1. DFS Traversal: Traverse the tree starting from the leaves up to the root. For each node, we calculate how many coins need to be moved.
2. Excess Coins: For each node, if it has more coins than required, it will pass the excess coins to its parent or child nodes. If it has fewer coins, it will receive coins from its child or parent.
3. Total Moves: The total number of moves is the sum of the absolute number of excess coins moved for each node.

Plan

1. Use DFS to traverse the tree.
2. For each node, calculate how many moves are required to balance its left and right subtrees.
3. At each node, count how many coins need to be moved up to the parent or down to the children.
4. Accumulate the total moves as we traverse the tree.
5. Return the accumulated total moves.

Let's implement this solution in PHP: 979. Distribute Coins in Binary Tree

<?php
/**
 * @param TreeNode $root
 * @return Integer
 */
function distributeCoins(TreeNode $root): int
{
    ...
    ...
    ...
    /**
     * go to ./solution.php
     */
}

// Example 1
$root = [3,0,0];
echo distributeCoins($root);  // Output: 2

// Example 2
$root = [0,3,0];
echo distributeCoins($root);  // Output: 3
?>

1. DFS Function: It recursively calculates the excess coins for each node.
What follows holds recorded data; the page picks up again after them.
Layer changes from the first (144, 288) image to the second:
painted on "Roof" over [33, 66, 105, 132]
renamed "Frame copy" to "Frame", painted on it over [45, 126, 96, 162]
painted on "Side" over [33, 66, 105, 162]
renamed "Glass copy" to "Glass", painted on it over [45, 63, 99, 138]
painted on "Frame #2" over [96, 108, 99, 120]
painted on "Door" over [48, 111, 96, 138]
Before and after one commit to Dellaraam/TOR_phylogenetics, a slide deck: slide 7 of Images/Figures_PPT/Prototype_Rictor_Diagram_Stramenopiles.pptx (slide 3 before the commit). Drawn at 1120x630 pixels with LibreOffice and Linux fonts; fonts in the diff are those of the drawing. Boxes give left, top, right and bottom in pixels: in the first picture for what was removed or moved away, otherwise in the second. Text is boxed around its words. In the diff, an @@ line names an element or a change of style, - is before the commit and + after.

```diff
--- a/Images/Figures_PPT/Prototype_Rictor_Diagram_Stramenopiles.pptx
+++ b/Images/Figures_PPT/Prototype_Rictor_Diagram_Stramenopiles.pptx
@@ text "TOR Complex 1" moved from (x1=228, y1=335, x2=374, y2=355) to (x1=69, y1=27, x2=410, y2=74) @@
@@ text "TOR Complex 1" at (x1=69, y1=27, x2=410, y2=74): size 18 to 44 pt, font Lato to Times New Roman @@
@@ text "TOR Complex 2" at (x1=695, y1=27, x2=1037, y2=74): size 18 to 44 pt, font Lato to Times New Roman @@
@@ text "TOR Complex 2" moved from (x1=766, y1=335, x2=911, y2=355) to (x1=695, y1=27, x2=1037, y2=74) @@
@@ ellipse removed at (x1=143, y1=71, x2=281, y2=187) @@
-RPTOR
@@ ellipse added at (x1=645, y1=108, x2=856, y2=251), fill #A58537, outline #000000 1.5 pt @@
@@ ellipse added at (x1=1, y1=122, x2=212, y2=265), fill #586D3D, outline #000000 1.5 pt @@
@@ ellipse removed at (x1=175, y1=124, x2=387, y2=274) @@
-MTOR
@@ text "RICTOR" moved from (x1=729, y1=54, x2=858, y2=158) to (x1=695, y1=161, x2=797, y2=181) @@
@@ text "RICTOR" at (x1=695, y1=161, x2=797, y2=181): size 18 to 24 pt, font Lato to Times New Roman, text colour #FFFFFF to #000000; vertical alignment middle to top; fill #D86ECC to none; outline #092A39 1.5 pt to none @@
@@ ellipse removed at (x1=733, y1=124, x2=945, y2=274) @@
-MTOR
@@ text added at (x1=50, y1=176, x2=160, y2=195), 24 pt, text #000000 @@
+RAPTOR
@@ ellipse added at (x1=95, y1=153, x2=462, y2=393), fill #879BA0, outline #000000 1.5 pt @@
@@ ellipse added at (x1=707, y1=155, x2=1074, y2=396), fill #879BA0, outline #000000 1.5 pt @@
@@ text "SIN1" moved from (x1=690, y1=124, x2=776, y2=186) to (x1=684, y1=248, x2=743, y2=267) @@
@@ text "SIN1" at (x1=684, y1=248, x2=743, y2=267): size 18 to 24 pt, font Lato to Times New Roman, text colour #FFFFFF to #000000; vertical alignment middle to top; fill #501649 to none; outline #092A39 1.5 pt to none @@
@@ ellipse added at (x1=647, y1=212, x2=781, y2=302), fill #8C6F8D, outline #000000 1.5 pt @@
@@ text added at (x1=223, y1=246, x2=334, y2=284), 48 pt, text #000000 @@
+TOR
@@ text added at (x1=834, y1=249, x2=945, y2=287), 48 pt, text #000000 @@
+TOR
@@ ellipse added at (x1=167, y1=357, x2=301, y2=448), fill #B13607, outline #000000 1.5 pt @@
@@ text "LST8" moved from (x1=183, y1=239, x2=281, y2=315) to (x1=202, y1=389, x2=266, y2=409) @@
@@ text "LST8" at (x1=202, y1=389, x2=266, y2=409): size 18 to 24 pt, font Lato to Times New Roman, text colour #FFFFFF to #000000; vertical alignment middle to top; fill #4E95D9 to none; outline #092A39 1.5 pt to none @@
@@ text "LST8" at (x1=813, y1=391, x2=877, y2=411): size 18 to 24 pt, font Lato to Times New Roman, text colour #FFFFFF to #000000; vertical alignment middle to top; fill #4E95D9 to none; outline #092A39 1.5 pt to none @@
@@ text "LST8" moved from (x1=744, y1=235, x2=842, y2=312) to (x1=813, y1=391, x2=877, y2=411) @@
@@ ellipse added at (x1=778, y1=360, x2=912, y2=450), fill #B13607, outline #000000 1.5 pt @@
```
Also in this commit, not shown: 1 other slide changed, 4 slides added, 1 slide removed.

For each subtree, it moves excess coins up or down to balance the tree.
2. Base Case: If a node is null, it returns 0 because there are no coins to redistribute.
3. Recursive Case: The function calculates moves for both left and right children and updates the total move count.

Explanation:

1. DFS Function: This function will return the total number of excess coins at a node and will accumulate the number of moves. The excess coins at each node will be the difference between the node's coin count and 1 (the required number of coins for each node). If the node has excess coins (i.e., more than one), those coins will be passed up or down to other nodes, and the moves are counted.

2. Returning Excess Coins: The excess coins for a node are the sum of the excess coins in its left and right subtrees, plus the number of coins in the current node minus one (since each node needs exactly one coin).

3. Result: The total number of moves is the sum of absolute values of the excess coins at each node, because every excess coin needs to be moved.

Example Walkthrough

Example 1:

Tree: [3,0,0]

    3
   / \
  0   0

• Root node has 3 coins, and each child node has 0 coins.
• We need to move 1 coin from the root to its left child, and 1 coin to its right child.
• Thus, 2 moves are required.

Example 2:

Tree: [0,3,0]

    0
   / \
  3   0

• The left child has 3 coins, which is too many. It moves 2 coins to the root.
• The root then moves 1 coin to the right child.
• This requires 3 moves in total.

Time Complexity

• The algorithm visits each node once during the DFS traversal, so the time complexity is O(n), where n is the number of nodes in the tree.

Output for Example

• Example 1:
  
  Input: [3,0,0]
  
  Output: 2

• Example 2:
  
  Input: [0,3,0]
  
  Output: 3

This problem can be efficiently solved using Depth First Search (DFS). By calculating the excess coins for each node and accumulating the required moves, we can determine the minimum number of moves to redistribute the coins such that every node has exactly one. The approach is optimal with a time complexity of O(n), making it suitable for trees with up to 100 nodes.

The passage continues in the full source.